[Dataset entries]

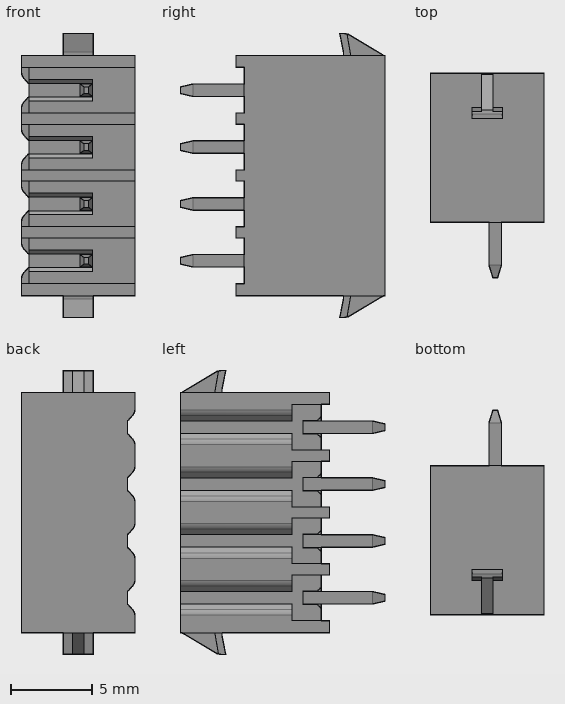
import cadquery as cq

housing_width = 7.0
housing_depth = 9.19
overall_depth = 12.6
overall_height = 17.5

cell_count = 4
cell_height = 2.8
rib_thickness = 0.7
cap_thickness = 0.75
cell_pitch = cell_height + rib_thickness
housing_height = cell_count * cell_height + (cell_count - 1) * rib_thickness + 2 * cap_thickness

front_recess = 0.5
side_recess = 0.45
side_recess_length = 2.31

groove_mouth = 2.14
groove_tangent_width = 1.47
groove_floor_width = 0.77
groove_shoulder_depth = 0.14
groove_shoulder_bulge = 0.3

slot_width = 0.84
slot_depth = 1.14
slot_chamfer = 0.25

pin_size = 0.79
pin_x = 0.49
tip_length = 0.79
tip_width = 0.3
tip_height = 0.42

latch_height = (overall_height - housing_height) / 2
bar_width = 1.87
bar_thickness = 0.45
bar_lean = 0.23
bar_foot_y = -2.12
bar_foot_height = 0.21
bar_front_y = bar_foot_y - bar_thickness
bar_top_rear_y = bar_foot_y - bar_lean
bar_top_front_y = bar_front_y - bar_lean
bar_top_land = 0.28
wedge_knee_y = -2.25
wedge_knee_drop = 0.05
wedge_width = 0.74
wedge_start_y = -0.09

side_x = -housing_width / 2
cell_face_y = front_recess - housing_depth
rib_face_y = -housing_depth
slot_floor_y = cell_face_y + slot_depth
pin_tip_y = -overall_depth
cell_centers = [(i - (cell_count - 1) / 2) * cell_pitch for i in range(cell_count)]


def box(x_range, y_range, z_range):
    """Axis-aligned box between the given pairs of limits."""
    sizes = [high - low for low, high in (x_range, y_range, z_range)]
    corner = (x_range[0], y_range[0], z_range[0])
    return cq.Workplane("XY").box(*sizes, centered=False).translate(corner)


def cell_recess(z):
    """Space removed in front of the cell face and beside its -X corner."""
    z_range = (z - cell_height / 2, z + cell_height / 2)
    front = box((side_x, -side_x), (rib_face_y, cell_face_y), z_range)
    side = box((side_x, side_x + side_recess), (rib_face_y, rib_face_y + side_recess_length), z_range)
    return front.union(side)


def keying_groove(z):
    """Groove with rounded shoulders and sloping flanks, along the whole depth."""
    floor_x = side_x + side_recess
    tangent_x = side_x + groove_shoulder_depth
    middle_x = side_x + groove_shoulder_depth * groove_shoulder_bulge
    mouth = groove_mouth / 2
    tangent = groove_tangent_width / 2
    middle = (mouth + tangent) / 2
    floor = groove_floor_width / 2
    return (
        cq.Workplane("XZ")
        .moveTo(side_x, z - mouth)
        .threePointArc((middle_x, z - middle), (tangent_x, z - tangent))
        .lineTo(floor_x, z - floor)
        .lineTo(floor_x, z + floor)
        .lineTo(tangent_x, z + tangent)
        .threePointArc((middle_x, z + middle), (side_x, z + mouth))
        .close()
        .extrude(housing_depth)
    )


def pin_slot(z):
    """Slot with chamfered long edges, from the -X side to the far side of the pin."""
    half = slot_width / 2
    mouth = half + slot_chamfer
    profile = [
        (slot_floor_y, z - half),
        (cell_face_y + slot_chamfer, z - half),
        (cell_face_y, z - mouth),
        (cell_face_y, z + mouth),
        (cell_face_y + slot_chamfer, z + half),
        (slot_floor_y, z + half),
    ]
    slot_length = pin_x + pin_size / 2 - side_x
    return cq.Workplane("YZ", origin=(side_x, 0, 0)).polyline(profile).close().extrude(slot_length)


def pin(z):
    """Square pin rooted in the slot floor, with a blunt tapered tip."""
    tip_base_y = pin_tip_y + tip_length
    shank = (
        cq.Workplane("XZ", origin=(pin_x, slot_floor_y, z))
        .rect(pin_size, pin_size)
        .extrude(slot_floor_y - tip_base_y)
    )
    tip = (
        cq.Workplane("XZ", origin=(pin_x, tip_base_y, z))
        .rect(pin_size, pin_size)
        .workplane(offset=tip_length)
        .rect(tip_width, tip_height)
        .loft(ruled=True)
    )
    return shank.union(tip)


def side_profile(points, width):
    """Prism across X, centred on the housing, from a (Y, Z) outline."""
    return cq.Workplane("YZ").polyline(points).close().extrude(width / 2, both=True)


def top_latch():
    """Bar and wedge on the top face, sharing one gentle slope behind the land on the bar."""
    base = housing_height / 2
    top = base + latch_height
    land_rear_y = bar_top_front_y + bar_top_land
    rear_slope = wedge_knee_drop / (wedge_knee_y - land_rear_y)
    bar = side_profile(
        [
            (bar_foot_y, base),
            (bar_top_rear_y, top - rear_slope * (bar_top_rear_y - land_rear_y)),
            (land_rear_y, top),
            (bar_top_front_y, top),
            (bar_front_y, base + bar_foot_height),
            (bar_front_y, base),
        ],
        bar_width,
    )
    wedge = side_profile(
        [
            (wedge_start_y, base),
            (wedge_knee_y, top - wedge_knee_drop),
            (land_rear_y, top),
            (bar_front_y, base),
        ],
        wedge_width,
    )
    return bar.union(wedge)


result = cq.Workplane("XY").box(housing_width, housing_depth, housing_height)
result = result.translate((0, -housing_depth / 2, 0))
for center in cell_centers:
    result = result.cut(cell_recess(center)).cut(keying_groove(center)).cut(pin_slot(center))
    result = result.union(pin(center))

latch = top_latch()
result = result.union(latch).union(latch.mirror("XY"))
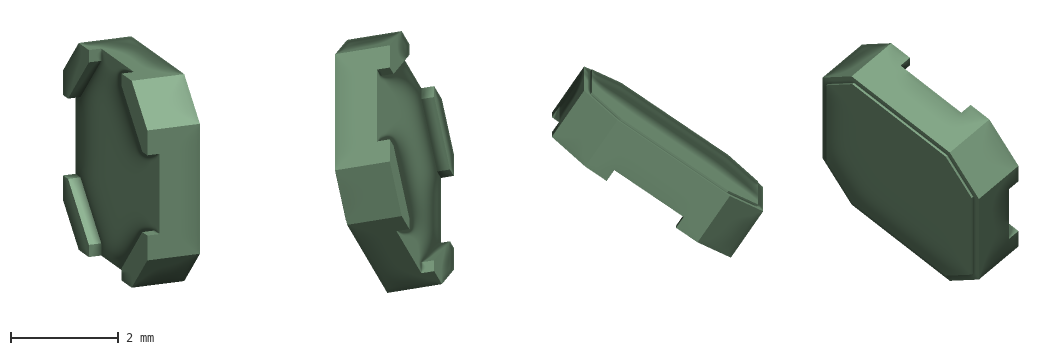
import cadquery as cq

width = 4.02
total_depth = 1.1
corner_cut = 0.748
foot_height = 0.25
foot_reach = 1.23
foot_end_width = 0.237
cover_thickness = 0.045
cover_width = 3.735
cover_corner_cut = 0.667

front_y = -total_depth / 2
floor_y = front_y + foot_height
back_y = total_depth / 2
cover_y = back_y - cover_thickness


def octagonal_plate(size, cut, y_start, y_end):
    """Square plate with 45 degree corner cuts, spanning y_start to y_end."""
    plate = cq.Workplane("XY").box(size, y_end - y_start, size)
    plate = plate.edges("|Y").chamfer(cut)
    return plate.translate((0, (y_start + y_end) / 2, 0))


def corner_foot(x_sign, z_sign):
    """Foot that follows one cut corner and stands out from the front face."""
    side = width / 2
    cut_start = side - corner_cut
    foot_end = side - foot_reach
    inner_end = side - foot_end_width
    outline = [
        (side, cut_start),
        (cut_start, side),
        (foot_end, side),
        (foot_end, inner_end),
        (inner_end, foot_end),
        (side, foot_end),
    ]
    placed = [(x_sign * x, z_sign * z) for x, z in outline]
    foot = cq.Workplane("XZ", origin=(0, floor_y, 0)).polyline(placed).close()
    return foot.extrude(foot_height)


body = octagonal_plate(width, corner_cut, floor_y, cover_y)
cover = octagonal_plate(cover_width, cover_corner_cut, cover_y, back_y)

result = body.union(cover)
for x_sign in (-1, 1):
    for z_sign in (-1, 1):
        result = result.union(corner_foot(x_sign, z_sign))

Task details —
Exclude the pictures, then write out every record exactly as it stands.

Task result —
import cadquery as cq

housing_width = 7.0
housing_depth = 9.19
overall_depth = 12.6
overall_height = 17.5

cell_count = 4
cell_height = 2.8
rib_thickness = 0.7
cap_thickness = 0.75
cell_pitch = cell_height + rib_thickness
housing_height = cell_count * cell_height + (cell_count - 1) * rib_thickness + 2 * cap_thickness

front_recess = 0.5
side_recess = 0.45
side_recess_length = 2.31

groove_mouth = 2.14
groove_tangent_width = 1.47
groove_floor_width = 0.77
groove_shoulder_depth = 0.14
groove_shoulder_bulge = 0.3

slot_width = 0.84
slot_depth = 1.14
slot_chamfer = 0.25

pin_size = 0.79
pin_x = 0.49
tip_length = 0.79
tip_width = 0.3
tip_height = 0.42

latch_height = (overall_height - housing_height) / 2
bar_width = 1.87
bar_thickness = 0.45
bar_lean = 0.23
bar_foot_y = -2.12
bar_foot_height = 0.21
bar_front_y = bar_foot_y - bar_thickness
bar_top_rear_y = bar_foot_y - bar_lean
bar_top_front_y = bar_front_y - bar_lean
bar_top_land = 0.28
wedge_knee_y = -2.25
wedge_knee_drop = 0.05
wedge_width = 0.74
wedge_start_y = -0.09

side_x = -housing_width / 2
cell_face_y = front_recess - housing_depth
rib_face_y = -housing_depth
slot_floor_y = cell_face_y + slot_depth
pin_tip_y = -overall_depth
cell_centers = [(i - (cell_count - 1) / 2) * cell_pitch for i in range(cell_count)]


def box(x_range, y_range, z_range):
    """Axis-aligned box between the given pairs of limits."""
    sizes = [high - low for low, high in (x_range, y_range, z_range)]
    corner = (x_range[0], y_range[0], z_range[0])
    return cq.Workplane("XY").box(*sizes, centered=False).translate(corner)


def cell_recess(z):
    """Space removed in front of the cell face and beside its -X corner."""
    z_range = (z - cell_height / 2, z + cell_height / 2)
    front = box((side_x, -side_x), (rib_face_y, cell_face_y), z_range)
    side = box((side_x, side_x + side_recess), (rib_face_y, rib_face_y + side_recess_length), z_range)
    return front.union(side)


def keying_groove(z):
    """Groove with rounded shoulders and sloping flanks, along the whole depth."""
    floor_x = side_x + side_recess
    tangent_x = side_x + groove_shoulder_depth
    middle_x = side_x + groove_shoulder_depth * groove_shoulder_bulge
    mouth = groove_mouth / 2
    tangent = groove_tangent_width / 2
    middle = (mouth + tangent) / 2
    floor = groove_floor_width / 2
    return (
        cq.Workplane("XZ")
        .moveTo(side_x, z - mouth)
        .threePointArc((middle_x, z - middle), (tangent_x, z - tangent))
        .lineTo(floor_x, z - floor)
        .lineTo(floor_x, z + floor)
        .lineTo(tangent_x, z + tangent)
        .threePointArc((middle_x, z + middle), (side_x, z + mouth))
        .close()
        .extrude(housing_depth)
    )


def pin_slot(z):
    """Slot with chamfered long edges, from the -X side to the far side of the pin."""
    half = slot_width / 2
    mouth = half + slot_chamfer
    profile = [
        (slot_floor_y, z - half),
        (cell_face_y + slot_chamfer, z - half),
        (cell_face_y, z - mouth),
        (cell_face_y, z + mouth),
        (cell_face_y + slot_chamfer, z + half),
        (slot_floor_y, z + half),
    ]
    slot_length = pin_x + pin_size / 2 - side_x
    return cq.Workplane("YZ", origin=(side_x, 0, 0)).polyline(profile).close().extrude(slot_length)


def pin(z):
    """Square pin rooted in the slot floor, with a blunt tapered tip."""
    tip_base_y = pin_tip_y + tip_length
    shank = (
        cq.Workplane("XZ", origin=(pin_x, slot_floor_y, z))
        .rect(pin_size, pin_size)
        .extrude(slot_floor_y - tip_base_y)
    )
    tip = (
        cq.Workplane("XZ", origin=(pin_x, tip_base_y, z))
        .rect(pin_size, pin_size)
        .workplane(offset=tip_length)
        .rect(tip_width, tip_height)
        .loft(ruled=True)
    )
    return shank.union(tip)


def side_profile(points, width):
    """Prism across X, centred on the housing, from a (Y, Z) outline."""
    return cq.Workplane("YZ").polyline(points).close().extrude(width / 2, both=True)


def top_latch():
    """Bar and wedge on the top face, sharing one gentle slope behind the land on the bar."""
    base = housing_height / 2
    top = base + latch_height
    land_rear_y = bar_top_front_y + bar_top_land
    rear_slope = wedge_knee_drop / (wedge_knee_y - land_rear_y)
    bar = side_profile(
        [
            (bar_foot_y, base),
            (bar_top_rear_y, top - rear_slope * (bar_top_rear_y - land_rear_y)),
            (land_rear_y, top),
            (bar_top_front_y, top),
            (bar_front_y, base + bar_foot_height),
            (bar_front_y, base),
        ],
        bar_width,
    )
    wedge = side_profile(
        [
            (wedge_start_y, base),
            (wedge_knee_y, top - wedge_knee_drop),
            (land_rear_y, top),
            (bar_front_y, base),
        ],
        wedge_width,
    )
    return bar.union(wedge)


result = cq.Workplane("XY").box(housing_width, housing_depth, housing_height)
result = result.translate((0, -housing_depth / 2, 0))
for center in cell_centers:
    result = result.cut(cell_recess(center)).cut(keying_groove(center)).cut(pin_slot(center))
    result = result.union(pin(center))

latch = top_latch()
result = result.union(latch).union(latch.mirror("XY"))
import cadquery as cq

width = 4.02
total_depth = 1.1
corner_cut = 0.748
foot_height = 0.25
foot_reach = 1.23
foot_end_width = 0.237
cover_thickness = 0.045
cover_width = 3.735
cover_corner_cut = 0.667

front_y = -total_depth / 2
floor_y = front_y + foot_height
back_y = total_depth / 2
cover_y = back_y - cover_thickness


def octagonal_plate(size, cut, y_start, y_end):
    """Square plate with 45 degree corner cuts, spanning y_start to y_end."""
    plate = cq.Workplane("XY").box(size, y_end - y_start, size)
    plate = plate.edges("|Y").chamfer(cut)
    return plate.translate((0, (y_start + y_end) / 2, 0))


def corner_foot(x_sign, z_sign):
    """Foot that follows one cut corner and stands out from the front face."""
    side = width / 2
    cut_start = side - corner_cut
    foot_end = side - foot_reach
    inner_end = side - foot_end_width
    outline = [
        (side, cut_start),
        (cut_start, side),
        (foot_end, side),
        (foot_end, inner_end),
        (inner_end, foot_end),
        (side, foot_end),
    ]
    placed = [(x_sign * x, z_sign * z) for x, z in outline]
    foot = cq.Workplane("XZ", origin=(0, floor_y, 0)).polyline(placed).close()
    return foot.extrude(foot_height)


body = octagonal_plate(width, corner_cut, floor_y, cover_y)
cover = octagonal_plate(cover_width, cover_corner_cut, cover_y, back_y)

result = body.union(cover)
for x_sign in (-1, 1):
    for z_sign in (-1, 1):
        result = result.union(corner_foot(x_sign, z_sign))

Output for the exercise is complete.